La polizia ha già avviato le indagini per accertare le cause del potentissimo rogo che, ieri notte, ha illuminato Napoli. I danni sono ingentissimi: sopravvivono solo i muri perimetrali, mentre l’interno dei padiglioni è stato devastato. Il fronte del fuoco era infatti lungo più di un centinaio di metri. Tanto che dal rogo si alzava una colonna di fumo visibile da buona parte della capoluogo campano. Sul posto sono immediatamente intervenute decine di vigili del fuoco, affiancate dalle forze dell’ordine che hanno chiuso al traffico via Coroglio, di fronte al mare di Bagnoli, dove sorgeva appunto la struttura. Dei numerosi padiglioni che componevano lo science center solo uno è stato risparmiato dalle fiamme.

Secondo una prima ricostruzione dei fatti basata sulle testimonianze raccolte sul posto, ci sarebbe stata una estensione rapidissima dell’incendio, complice la presenza massiccia di legno e altri materiali altamente infiammabili. In pochi minuti sarebbe andato in fumo il polo nato dall’intuizione del presidente della fondazione Idis, Vittorio Silvestrini, che in una dozzina d’anni aveva guadagnato consensi e credibilità, non solo come luogo dove apprendere praticamente le leggi della scienza, grazie a decine di esperimenti pratici e dimostrazioni dal vivo, ma anche come centro congressi, centro di alta formazione, incubatore di imprese. Il primo embrione del progetto risale agli anni Novanta: nel 2001 ci fu l’inaugurazione del vero e proprio museo interattivo che è stato man mano ampliato da successive realizzazioni. Il tutto nello scenario di Bagnoli, il quartiere ex industriale che, conclusa l’era dell’acciaio e dell’Italsider, aveva visto proprio in Città della Scienza il primo simbolo concreto di un progetto di bonifica e di rinascita del quartiere. Insomma, è come se insieme alla Città della Scienza fossero andate in fumo anche quelle speranze.

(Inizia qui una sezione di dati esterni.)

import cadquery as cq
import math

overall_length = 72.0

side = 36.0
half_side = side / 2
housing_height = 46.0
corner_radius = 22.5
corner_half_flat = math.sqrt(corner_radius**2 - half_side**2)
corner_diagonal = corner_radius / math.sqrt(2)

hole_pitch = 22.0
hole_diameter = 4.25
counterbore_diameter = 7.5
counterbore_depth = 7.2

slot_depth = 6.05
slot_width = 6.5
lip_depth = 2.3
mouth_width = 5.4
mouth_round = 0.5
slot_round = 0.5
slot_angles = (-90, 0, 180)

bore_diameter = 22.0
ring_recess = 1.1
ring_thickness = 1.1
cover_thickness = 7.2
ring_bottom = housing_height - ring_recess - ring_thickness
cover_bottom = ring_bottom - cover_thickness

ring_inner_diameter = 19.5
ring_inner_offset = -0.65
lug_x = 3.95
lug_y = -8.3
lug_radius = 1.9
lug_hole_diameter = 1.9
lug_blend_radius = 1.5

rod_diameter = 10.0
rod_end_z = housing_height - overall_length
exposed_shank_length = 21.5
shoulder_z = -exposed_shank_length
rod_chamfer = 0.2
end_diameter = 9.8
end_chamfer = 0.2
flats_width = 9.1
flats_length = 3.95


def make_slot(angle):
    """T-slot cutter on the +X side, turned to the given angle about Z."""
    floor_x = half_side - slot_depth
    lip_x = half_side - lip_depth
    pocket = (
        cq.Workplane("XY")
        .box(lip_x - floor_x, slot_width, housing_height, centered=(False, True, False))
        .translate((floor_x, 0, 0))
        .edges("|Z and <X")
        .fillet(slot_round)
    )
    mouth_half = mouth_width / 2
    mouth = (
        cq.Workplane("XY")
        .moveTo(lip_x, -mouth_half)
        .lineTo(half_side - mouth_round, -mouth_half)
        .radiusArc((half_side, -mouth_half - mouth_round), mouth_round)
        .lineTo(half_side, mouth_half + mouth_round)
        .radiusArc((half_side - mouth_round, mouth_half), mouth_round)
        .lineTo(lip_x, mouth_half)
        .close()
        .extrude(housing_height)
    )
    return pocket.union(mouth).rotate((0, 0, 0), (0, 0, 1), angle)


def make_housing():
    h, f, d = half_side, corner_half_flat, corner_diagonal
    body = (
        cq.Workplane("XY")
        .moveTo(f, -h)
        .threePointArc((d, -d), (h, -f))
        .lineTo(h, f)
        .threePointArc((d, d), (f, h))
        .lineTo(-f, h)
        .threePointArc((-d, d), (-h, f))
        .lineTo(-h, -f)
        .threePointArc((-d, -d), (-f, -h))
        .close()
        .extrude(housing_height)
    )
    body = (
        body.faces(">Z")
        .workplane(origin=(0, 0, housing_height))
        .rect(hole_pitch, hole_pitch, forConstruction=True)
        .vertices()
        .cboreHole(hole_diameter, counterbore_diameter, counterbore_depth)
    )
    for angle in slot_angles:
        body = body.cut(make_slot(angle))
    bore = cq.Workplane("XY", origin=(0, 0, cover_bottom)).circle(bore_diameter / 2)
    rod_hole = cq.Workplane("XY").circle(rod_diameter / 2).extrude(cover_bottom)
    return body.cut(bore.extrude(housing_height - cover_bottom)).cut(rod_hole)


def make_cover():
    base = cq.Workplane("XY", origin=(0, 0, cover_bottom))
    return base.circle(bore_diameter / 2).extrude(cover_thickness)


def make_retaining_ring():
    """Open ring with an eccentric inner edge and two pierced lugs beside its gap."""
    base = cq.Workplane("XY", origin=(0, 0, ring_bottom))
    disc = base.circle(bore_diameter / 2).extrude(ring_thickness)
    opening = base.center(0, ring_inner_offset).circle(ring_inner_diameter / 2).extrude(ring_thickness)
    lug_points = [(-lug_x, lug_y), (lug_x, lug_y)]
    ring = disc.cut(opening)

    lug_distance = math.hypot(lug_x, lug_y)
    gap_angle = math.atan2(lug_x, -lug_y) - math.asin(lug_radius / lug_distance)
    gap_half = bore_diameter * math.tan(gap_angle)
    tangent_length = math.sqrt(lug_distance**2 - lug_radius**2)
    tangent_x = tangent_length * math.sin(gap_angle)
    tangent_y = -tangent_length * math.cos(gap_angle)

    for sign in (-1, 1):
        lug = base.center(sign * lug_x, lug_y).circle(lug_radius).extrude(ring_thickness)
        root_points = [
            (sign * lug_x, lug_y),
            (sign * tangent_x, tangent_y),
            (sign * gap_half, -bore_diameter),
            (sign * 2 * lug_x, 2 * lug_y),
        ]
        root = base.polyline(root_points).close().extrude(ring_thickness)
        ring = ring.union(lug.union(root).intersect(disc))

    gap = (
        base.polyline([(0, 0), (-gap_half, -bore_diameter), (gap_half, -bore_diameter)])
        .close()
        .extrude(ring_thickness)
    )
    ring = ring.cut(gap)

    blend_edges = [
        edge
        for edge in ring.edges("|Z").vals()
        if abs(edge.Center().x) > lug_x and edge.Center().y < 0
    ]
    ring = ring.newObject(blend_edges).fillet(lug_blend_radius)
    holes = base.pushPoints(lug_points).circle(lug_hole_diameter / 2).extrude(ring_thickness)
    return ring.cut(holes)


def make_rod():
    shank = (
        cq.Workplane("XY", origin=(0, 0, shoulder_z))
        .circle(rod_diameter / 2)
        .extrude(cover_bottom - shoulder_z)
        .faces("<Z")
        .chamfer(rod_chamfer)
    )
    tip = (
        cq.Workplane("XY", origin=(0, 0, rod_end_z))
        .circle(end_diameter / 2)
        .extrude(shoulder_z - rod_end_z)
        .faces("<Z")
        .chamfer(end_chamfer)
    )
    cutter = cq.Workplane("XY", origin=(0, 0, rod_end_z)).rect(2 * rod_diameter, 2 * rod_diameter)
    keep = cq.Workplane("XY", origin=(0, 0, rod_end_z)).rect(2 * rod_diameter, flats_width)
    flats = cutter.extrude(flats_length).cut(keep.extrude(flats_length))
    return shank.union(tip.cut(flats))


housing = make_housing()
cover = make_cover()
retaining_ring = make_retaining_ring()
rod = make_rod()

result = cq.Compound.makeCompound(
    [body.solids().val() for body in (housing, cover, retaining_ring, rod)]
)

Mentre il polo museale andava in fiamme, fuori sono accorsi quasi tutti i 160 dipendenti. I volti erano angosciati per il futuro della struttura e del loro lavoro. Gli stessi timori che coinvolgono i tanti che lavoravano nell’indotto creato dal museo, giunti in via Coroglio dopo aver appreso dell’incendio. L’area distrutta dalle fiamme è stimata in 10-12mila metri quadrati, praticamente l’intero centro, a eccezione del Teatro delle Nuvole, un corpo separato che ospitava rappresentazioni. Il custode racconta di aver visto una colonna di fumo e di aver dato immediatamente l’allarme. Nel giro di pochi minuti, però, il fuoco avrebbe divorato i padiglioni dall’interno diventando, in questo modo, indomabile. Per tutta la notte sono state ore di forte sgomento anche per tutti gli abitanti di Bagnoli che temevano di rimanere intossicati dal fumo denso e nero, poi invece sospinto dal vento verso il mare. "Napoli è sotto attacco", ha scritto, su Twitter, il sindaco partenopeo, Luigi de Magistris.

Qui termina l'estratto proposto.